I recently had the pleasure of meeting with the Capital Region and Hamilton-Fulton-Montgomery BOCES (Board of Cooperative Educational Services). As an engineer, I understand the value of a quality education in science, technology, engineering and mathematics. I also recognize that a one-size-fits all curriculum does not serve our students best.Programs like those offered by BOCES give students hands on learning opportunities in trades or professions of interest to them.
BOCES has such a fundamental role in our region, from providing local students with hundreds of customized career programs, GED prep, programs for students with disabilities so they have a chance to develop skills for their future, and all at a cost savings for our school districts who collaborate on resources to maintain our BOCES.

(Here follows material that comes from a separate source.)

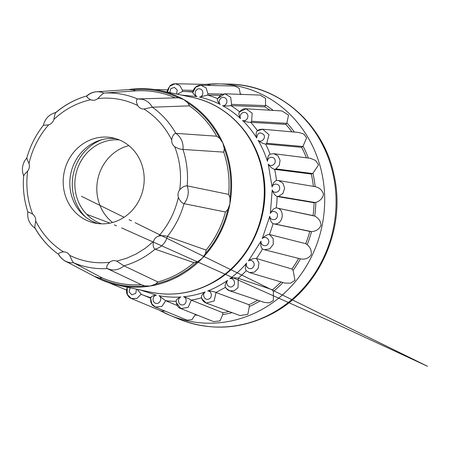 <?xml version="1.0" encoding="UTF-8"?>
<svg xmlns="http://www.w3.org/2000/svg" width="450" height="450" viewBox="0 0 450 450"><rect width="100%" height="100%" fill="white"/><g stroke="black" fill="none" stroke-linecap="round" stroke-linejoin="round"><path stroke-width="0.67" d="M65.925 261.399L94.433 276.407L99.298 277.982C113.726 284.816 128.908 287.46 144.844 285.907L150.339 286.014L155.599 284.124L157.843 281.947A97.374 90.287 -78.1 0 0 176.861 274.427A97.374 90.287 -78.1 0 0 193.995 262.648L197.612 261.692L202.219 258.322A99.608 92.351 101.9 0 1 178.2 276.508A99.608 92.351 101.9 0 1 150.339 286.014A99.608 92.351 101.9 0 1 118.35 285.339A99.608 92.351 101.9 0 1 94.275 276.328M99.298 277.982L102.122 277.864A97.374 90.287 -78.1 0 0 141.311 284.687L107.061 268.515L110.34 269.612A17.196 15.947 101.9 0 1 107.229 268.582C106.054 267.21 106.841 265.118 109.581 262.311C95.603 263.846 82.311 261.534 69.711 255.375C68.237 252.99 66.139 251.82 63.428 251.859C51.525 244.322 42.283 234.034 35.696 220.995C35.831 218.098 34.819 215.809 32.653 214.127C27.371 200.391 25.706 186.064 27.652 171.129C29.351 168.823 29.807 166.286 29.014 163.53C32.377 148.849 38.919 135.945 48.656 124.824C51.266 123.986 53.016 122.175 53.904 119.396C64.62 109.373 76.877 102.825 90.681 99.759C93.206 100.716 95.586 100.322 97.813 98.578C111.791 97.043 125.078 99.354 137.678 105.519C139.157 107.899 141.249 109.069 143.966 109.035C155.869 116.573 165.111 126.861 171.697 139.894C171.557 142.796 172.575 145.086 174.741 146.768C180.017 160.498 181.688 174.831 179.741 189.759C178.037 192.071 177.587 194.602 178.38 197.364C175.016 212.046 168.469 224.949 158.737 236.07C156.122 236.908 154.373 238.719 153.489 241.498L145.243 248.316L136.254 253.924L126.692 258.221L116.713 261.129C114.182 260.179 111.808 260.572 109.581 262.311M69.711 255.375C71.168 258.907 72.411 261.354 73.434 262.699L102.122 277.864M107.201 268.582A88.127 81.714 101.9 0 1 73.434 262.699A17.196 15.947 101.9 0 1 69.109 262.434A17.196 15.947 101.9 0 1 65.256 261.039A17.196 15.947 101.9 0 1 58.719 254.475L59.181 255.589C62.859 260.016 66.172 262.294 69.109 262.434M58.719 254.475C58.123 253.367 59.693 252.495 63.428 251.859M120.859 219.178A43.532 40.365 -78.1 0 0 143.966 174.499A43.532 40.365 -78.1 0 0 112.691 137.852A43.532 40.365 -78.1 0 0 86.529 141.711A43.532 40.365 -78.1 0 0 63.422 186.39A43.532 40.365 -78.1 0 0 94.703 223.042A43.532 40.365 -78.1 0 0 120.859 219.178M35.696 220.995L35.184 224.078C34.762 226.547 34.774 227.959 35.212 228.313L35.123 228.296C29.514 224.269 27.09 218.818 27.849 211.956L27.849 211.972C24.052 200.278 22.646 188.196 23.642 175.731L23.85 175.787C23.586 175.427 24.857 173.874 27.652 171.129M27.849 211.972L28.086 212.237C27.596 211.764 28.299 211.967 30.201 212.844L32.653 214.127M115.976 138.701A43.532 40.365 -78.1 0 0 93.167 143.117A43.532 40.365 -78.1 0 0 69.913 185.979A43.532 40.365 -78.1 0 0 98.055 223.594M193.995 262.648L155.087 249.176C153.292 247.956 152.758 245.396 153.489 241.498M101.711 139.742A45.973 42.626 -78.1 0 0 96.907 141.936A45.973 42.626 -78.1 0 0 85.427 216.872M119.317 139.911A43.183 40.039 -78.1 0 0 98.004 144.416A43.183 40.039 -78.1 0 0 74.897 186.238A43.183 40.039 -78.1 0 0 101.599 223.841M128.829 145.603A43.183 40.039 -78.1 0 0 119.959 149.051A43.183 40.039 -78.1 0 0 112.601 222.474M110.34 269.612A17.196 15.947 101.9 0 0 123.913 265.821L116.713 261.129M58.601 254.396C48.966 247.489 41.113 238.759 35.049 228.206L35.123 228.296M29.014 163.53C27.338 160.003 26.679 158.158 27.039 158.001L26.831 157.95C30.229 145.901 35.741 135.028 43.374 125.331L48.656 124.824M53.904 119.396C54.489 115.464 55.181 113.164 55.969 112.489L55.761 112.528C65.109 104.67 75.51 99.124 86.951 95.889L87.142 95.85A17.196 15.947 101.9 0 1 96.643 91.772A17.196 15.947 101.9 0 1 100.716 92.053A17.196 15.947 101.9 0 1 103.832 93.082C102.414 93.909 100.412 95.743 97.813 98.578M90.681 99.759C87.396 97.897 86.22 96.593 87.142 95.85M137.678 105.519C136.08 101.953 136.063 99.771 137.627 98.966A17.196 15.947 101.9 0 1 138.386 98.921A17.196 15.947 101.9 0 1 141.947 99.231A17.196 15.947 101.9 0 1 152.342 107.196L143.966 109.035M141.947 99.231L137.627 98.966M171.697 139.894C172.367 135.979 173.751 133.802 175.843 133.352A17.196 15.947 101.9 0 1 182.97 149.434C180.664 149.406 177.924 148.517 174.741 146.768M179.741 189.759C182.396 186.986 184.882 185.692 187.206 185.878A17.196 15.947 101.9 0 1 184.022 203.664C181.789 202.961 179.91 200.857 178.38 197.364M158.737 236.07C162.338 235.491 165.212 235.626 167.372 236.475A17.196 15.947 101.9 0 1 155.087 249.176A88.127 81.714 -78.1 0 1 140.276 259.245A88.127 81.714 -78.1 0 1 123.913 265.821L157.843 281.947M174.786 97.695A97.374 90.287 -78.1 0 0 135.624 90.889L103.832 93.082A88.127 81.714 101.9 0 1 137.582 98.949M135.624 90.889L133.009 89.865L128.964 89.584L97.397 91.721M128.273 89.629A99.608 92.351 101.9 0 1 159.502 90.427A99.608 92.351 101.9 0 1 183.752 99.54A99.608 92.351 101.9 0 1 222.868 143.072A99.608 92.351 101.9 0 1 229.922 203.721A99.608 92.351 101.9 0 1 202.219 258.322L205.526 253.513L206.162 250.065A97.374 90.287 -78.1 0 0 225.472 212.012L227.964 209.289L229.922 203.721L230.018 197.831L228.628 194.394A97.374 90.287 -78.1 0 0 223.712 152.128L224.308 148.708L222.868 143.072L219.718 138.347L216.658 136.198A97.374 90.287 -78.1 0 0 189.394 105.862L188.038 103.089L183.752 99.54L178.554 97.791L138.988 98.899M189.394 105.862L152.342 107.196A88.127 81.714 101.9 0 1 175.843 133.352L216.658 136.198M223.712 152.128L182.97 149.434A88.127 81.714 101.9 0 1 187.206 185.878L228.628 194.394M225.472 212.012L184.022 203.664A88.127 81.714 101.9 0 1 167.372 236.475L206.162 250.065M141.311 284.687L144.844 285.907M155.599 284.124L166.961 280.699L177.868 275.754L188.139 269.387L197.612 261.692M178.554 97.791C164.126 90.951 148.944 88.307 133.009 89.865M219.718 138.347C212.057 123.598 201.499 111.847 188.038 103.089M230.018 197.831C232.054 180.804 230.147 164.43 224.308 148.708M205.526 253.513C216.478 240.711 223.959 225.973 227.964 209.289M140.417 290.002L156.375 295.149C152.179 295.633 151.903 302.743 156.054 303.334C160.082 304.431 162.658 297.737 158.968 295.673C166.191 297.028 173.498 297.461 180.872 296.978C176.901 298.609 178.346 305.499 182.537 304.914C186.722 304.841 187.611 297.714 183.516 296.764C190.884 296.055 198.101 294.446 205.166 291.938C201.69 294.598 204.767 300.797 208.704 299.076C212.766 297.849 211.911 290.773 207.692 290.998C214.695 288.276 221.333 284.732 227.604 280.367C224.865 283.882 229.359 288.968 232.774 286.222C236.436 283.922 233.893 277.38 229.838 278.764C235.997 274.213 241.605 268.976 246.662 263.053C244.845 267.182 250.447 270.804 253.114 267.233C256.118 264.009 252.062 258.446 248.451 260.899L261.039 241.183C260.263 245.638 266.597 247.556 268.329 243.394C270.478 239.473 265.185 235.271 262.26 238.624L269.752 216.236C270.079 220.725 276.711 220.804 277.391 216.332C278.533 211.984 272.363 209.424 270.321 213.446L272.211 189.922C273.611 194.13 280.086 192.369 279.669 187.898C279.731 183.409 273.105 182.672 272.093 187.093L268.245 164.031C270.63 167.676 276.508 164.188 275.023 160.02C273.999 155.706 267.368 156.836 267.446 161.353C265.118 153.928 262.012 146.919 258.131 140.327C261.332 143.156 266.214 138.184 263.756 134.606C259.802 131.653 257.451 132.778 256.702 137.981C252.641 131.518 247.928 125.668 242.55 120.426C246.347 122.248 249.902 116.128 246.651 113.383C243.731 110.261 238.416 114.778 240.593 118.575C235.08 113.507 229.067 109.209 222.57 105.683C226.71 106.374 228.69 99.529 224.859 97.796C221.265 95.614 217.176 101.419 220.219 104.456C213.621 101.132 206.73 98.679 199.547 97.104C203.749 96.621 204.024 89.511 199.868 88.914C195.84 87.823 193.269 94.517 196.959 96.581C193.832 94.703 192.504 93.218 192.977 92.115L192.757 92.323C193.899 86.513 198.737 84.915 200.768 85.247L195.744 87.137L193.078 92.115M176.563 94.028L177.249 90.039L174.442 87.407L170.797 88.656L169.796 92.599M130.129 287.831L129.116 291.966L131.996 294.795L135.771 293.361L136.513 289.176M182.391 91.485L184.179 91.502A105.238 97.577 101.9 0 0 182.402 91.485L177.514 94.23M210.724 85.478L207.996 84.437L175.264 83.728L179.893 85.579L182.385 90.135L182.514 91.485M167.209 92.053L167.411 90.09L170.269 85.461L172.952 84.043L175.264 83.728L169.718 86.141L167.479 92.109M240.401 94.506L239.203 88.363L234.917 86.046L200.756 85.247L206.055 87.829L207.945 93.746L207.743 95.096L219.96 95.377M269.887 110.216A111.218 103.117 -78.1 0 0 264.847 106.841L265.528 105.086L265.545 98.269L260.021 95.079L224.888 93.791L217.603 98.64C216.787 99.866 217.659 101.807 220.219 104.456M291.994 131.867A111.218 103.117 -78.1 0 0 285.817 124.397L286.892 122.878L288.534 115.104L281.88 110.931L246.021 108.793L239.619 111.831C238.444 113.085 238.764 115.335 240.593 118.575M306.377 157.821A111.218 103.117 -78.1 0 0 301.657 147.313L303.058 146.132L306.619 137.812L303.851 134.083L299.093 132.508L262.704 129.218M313.374 186.368A111.218 103.117 -78.1 0 0 311.299 174.026L312.924 173.261L318.555 164.886L315.602 160.47L310.517 158.344L273.808 153.692L270.101 154.204C268.245 155.216 267.362 157.601 267.446 161.353M313.048 215.595A111.218 103.117 -78.1 0 0 314.077 202.714L315.821 202.421C320.079 200.981 322.639 198.298 323.488 194.372C322.296 190.192 319.517 187.627 315.157 186.666L278.578 180.551L276.486 180.506C274.365 181.266 272.903 183.465 272.093 187.093M270.321 213.446C271.957 210.184 273.932 208.333 276.244 207.889L276.368 207.906C285.429 208.851 283.399 224.921 274.371 223.909L311.552 231.621C316.012 231.3 319.162 229.247 320.996 225.456C320.794 221.259 318.701 218.143 314.724 216.096L277.071 208.052M299.925 258.722L264.347 249.733L269.691 248.901L273.262 244.401L273.195 238.601L269.398 234.489C266.979 234.568 264.6 235.946 262.26 238.624M246.662 263.053C245.115 266.366 244.991 268.909 246.296 270.686L249.424 272.576L284.918 283.095L290.475 283.185L294.969 280.288L293.085 270.338A113.085 104.85 101.9 0 0 300.403 258.874C304.791 259.701 308.357 258.424 311.096 255.037C311.844 251.1 310.545 247.635 307.192 244.637L305.707 243.686A111.218 103.117 -78.1 0 0 309.808 231.429M227.604 280.367C225.304 283.213 224.612 285.536 225.529 287.336L226.35 288.461L229.601 290.762L264.257 302.411L269.303 302.878L273.358 300.538L273.358 291.454L272.537 289.817A111.218 103.117 -78.1 0 0 281.042 281.947M205.166 291.938C202.252 294.12 201.071 296.072 201.617 297.787L202.134 299.087L206.218 303.047L239.946 315.551L247.792 314.381L249.356 306.54L248.963 304.723A111.218 103.117 -78.1 0 0 254.492 301.978A111.218 103.117 -78.1 0 0 257.681 300.201M176.372 302.715L180.889 308.588L213.604 321.604L220.028 320.901L222.716 314.578L222.778 312.694A111.218 103.117 -78.1 0 0 229.011 311.496M150.812 299.104L151.83 303.919L155.329 307.035L186.958 320.13L191.886 319.725L195.474 314.392M127.204 288.489L127.328 294.435L131.276 298.485L161.572 311.108L165.049 311.062M151.048 297.759L150.958 297.72C151.026 296.466 152.831 295.611 156.375 295.149M158.968 295.673L165.606 300.701L177.227 305.511M176.276 301.371L176.181 301.331C175.972 299.801 177.536 298.35 180.872 296.978M183.516 296.764C186.671 297.669 189.225 298.783 191.166 300.116L222.778 312.694M207.692 290.998C210.988 290.936 213.727 291.431 215.916 292.466L248.963 304.723M229.838 278.764C233.038 277.746 235.817 277.582 238.174 278.269L272.537 289.817M293.085 270.338L291.887 268.999A111.218 103.117 -78.1 0 0 298.654 258.429M248.451 260.899C251.325 258.986 253.98 258.188 256.416 258.497L291.887 268.999M262.491 248.974L264.336 249.727L262.491 248.974C260.82 247.331 260.336 244.732 261.039 241.183M309.814 231.424L273.201 223.734M305.707 243.686L269.522 234.512M269.752 216.236C269.927 219.78 271.018 222.261 273.015 223.684L273.015 223.684A105.238 97.577 101.9 0 1 269.398 234.489M276.328 207.9L313.043 215.601M270.101 154.204L273.803 153.697L277.976 155.829L280.074 160.279L279.293 165.279L275.923 168.885L274.629 169.369A105.238 97.577 101.9 0 1 276.486 180.501L278.567 180.551L282.932 183.184L284.625 188.28L282.898 193.489L278.528 196.397L277.155 196.532A105.238 97.577 101.9 0 1 276.244 207.889L276.688 207.962M277.279 196.566L314.077 202.714M274.753 169.397L311.299 174.026M256.702 137.981C255.718 134.364 255.994 131.963 257.524 130.781L262.704 129.223L269.004 134.696L266.743 143.257L265.725 144.073L301.657 147.313M265.725 144.073L265.601 144.056A105.238 97.577 101.9 0 1 270.084 154.17M239.619 111.831L239.265 112.061C241.594 109.53 243.844 108.439 246.015 108.788L252.163 113.198L251.612 121.247L250.819 122.321L285.817 124.397M250.819 122.321L250.695 122.304A105.238 97.577 101.9 0 1 257.473 130.708M217.603 98.64L221.169 94.618L224.888 93.797L230.698 97.234L231.553 104.361L231.041 105.615L264.847 106.841M231.041 105.615L230.917 105.604A105.238 97.577 101.9 0 1 239.507 111.735M207.743 95.096L207.624 95.091A105.238 97.577 101.9 0 1 217.44 98.567M109.103 282.842L113.051 284.046M127.575 287.027C126.383 289.266 126.18 291.555 126.968 293.884C128.076 296.348 129.51 297.883 131.276 298.485L136.901 298.412L141.081 294.221M150.958 297.72L150.84 297.433C150.081 302.169 151.583 305.376 155.346 307.046L161.837 306.478L165.718 300.741M176.181 301.331L176.006 300.971C176.692 305.488 178.318 308.031 180.889 308.588L188.162 307.378L191.284 300.156M201.617 297.787L201.381 297.428C202.106 300.218 203.721 302.091 206.218 303.047L214.132 300.994L216.034 292.506M215.916 292.466L225.529 287.336L225.276 287.049C226.479 289.046 227.931 290.289 229.624 290.767L234.208 290.683L238.011 287.719L238.292 278.303M249.424 272.576L254.402 272.16L258.165 268.442L258.998 263.098L256.539 258.519M137.256 289.333L141.356 294.334A105.238 97.577 101.9 0 1 140.979 294.171M249.412 272.571L246.296 270.686M272.211 189.922C273.246 193.213 274.894 195.418 277.155 196.532M268.245 164.031C270.051 166.843 272.183 168.621 274.629 169.369M258.131 140.327C260.572 142.464 263.064 143.707 265.601 144.056M262.721 129.223C260.139 129.24 258.294 129.808 257.175 130.939L257.524 130.781M242.55 120.426C245.453 121.742 248.164 122.366 250.695 122.304M222.57 105.683C225.714 106.087 228.499 106.059 230.917 105.604M199.547 97.104L207.624 95.091M151.031 292.241A99.608 92.351 -78.1 0 0 210.876 283.404A99.608 92.351 -78.1 0 0 263.751 181.181A99.608 92.351 -78.1 0 0 192.184 97.324C226.457 104.153 254.846 133.447 262.406 169.436C272.874 213.227 250.543 263.385 211.517 283.343C192.127 293.473 171.968 296.438 151.031 292.241L118.35 285.339M58.427 254.261A88.127 81.714 101.9 0 1 35.212 228.313M55.969 112.489A88.127 81.714 101.9 0 1 86.76 95.957M196.959 96.581L181.569 95.085M182.385 90.135L193.258 90.371M192.864 91.682L184.179 91.502A105.238 97.577 101.9 0 1 192.791 92.093M240.429 93.971A113.085 104.85 101.9 0 1 241.971 94.421M265.528 105.086A113.085 104.85 101.9 0 1 273.262 110.419M286.892 122.878A113.085 104.85 101.9 0 1 294.401 132.081M303.058 146.132A113.085 104.85 101.9 0 1 308.368 158.074M312.924 173.261A113.085 104.85 101.9 0 1 315.157 186.666M315.821 202.421A113.085 104.85 101.9 0 1 314.724 216.096M311.552 231.621A113.085 104.85 101.9 0 1 307.192 244.637M282.949 282.516A113.085 104.85 101.9 0 1 273.358 291.454M259.942 300.96A113.085 104.85 101.9 0 1 255.229 303.637A113.085 104.85 101.9 0 1 249.356 306.54M159.345 310.179A120.032 111.291 -78.1 0 0 169.751 315.219A120.032 111.291 -78.1 0 0 260.342 310.32A120.032 111.291 -78.1 0 0 322.605 176.895A120.032 111.291 -78.1 0 0 218.593 83.88A120.032 111.291 -78.1 0 0 205.869 84.392M232.104 312.643A113.085 104.85 101.9 0 1 222.716 314.578M197.713 315.287A113.085 104.85 101.9 0 1 195.255 315.006M178.751 318.971A121.877 113.001 -78.1 0 0 270.731 313.999A121.877 113.001 -78.1 0 0 333.951 178.526A121.877 113.001 -78.1 0 0 228.341 84.082C277.993 84.268 323.319 123.249 333.849 174.375C346.748 228.026 319.387 289.569 271.597 313.999C240.969 329.659 210.021 331.318 178.751 318.971L169.751 315.219L159.3 310.162M150.778 297.669A105.238 97.577 101.9 0 1 141.356 294.334L150.66 298.215M176.001 301.326A105.238 97.577 101.9 0 1 165.606 300.701M201.482 297.827A105.238 97.577 101.9 0 1 191.166 300.116M246.268 270.714A105.238 97.577 101.9 0 1 238.174 278.269M262.491 248.979A105.238 97.577 101.9 0 1 256.416 258.497M274.371 223.909L311.051 231.609M278.528 196.397L315.332 202.551M275.923 168.885L312.474 173.52M266.743 143.257L302.681 146.503M251.612 121.247L286.616 123.334M231.559 104.361L265.376 105.604M207.945 93.746L222.508 94.089M23.648 175.792C21.622 170.331 22.123 165.111 25.144 160.132L26.848 157.905M43.369 125.336C45.039 118.62 49.202 114.334 55.862 112.466M86.692 96.019C90.653 92.424 95.327 91.103 100.716 92.053M205.819 84.392L218.593 83.88L228.341 84.082M167.451 89.921L154.176 89.477M126.568 290.059L109.069 282.831M86.737 214.324L109.896 223.116M114.283 224.893L116.494 225.799M121.579 227.897L332.083 322.037L427.5 366.272L135.067 222.66M131.552 220.933L129.054 219.707M124.087 217.266L81.405 196.284M159.502 90.427L192.184 97.324"/></g></svg>

In this rapidly changing world, we need to be creative and adaptable in the ways we facilitate learning in our classrooms. Ensuring that our BOCES institutions are supported will allow us to continue transforming students’ lives and equipping them with the professional skills they need to thrive and give back to their communities.
However, this year’s executive budget proposal does not clearly lay out the aid available to BOCES. Instead, the governor’s proposed budget consolidates 11 categories of aid, such as textbook aid, and library and computer hardware aid, into a single “service aid” category. On top of this cloudy funding system, this consolidated category of aid is facing a $393 million cut.
I have been reaching out to the schools in my district to understand their concerns and fight for more transparency and support in the upcoming budget. We cannot risk any cuts to our BOCES programs while awaiting the federal government’s decision to provide requested funding to New York State. Our schools have already been hit hard in the past year, and I’ll continue fighting to do all that I can to strengthen the rights of students and support funding for these critical programs.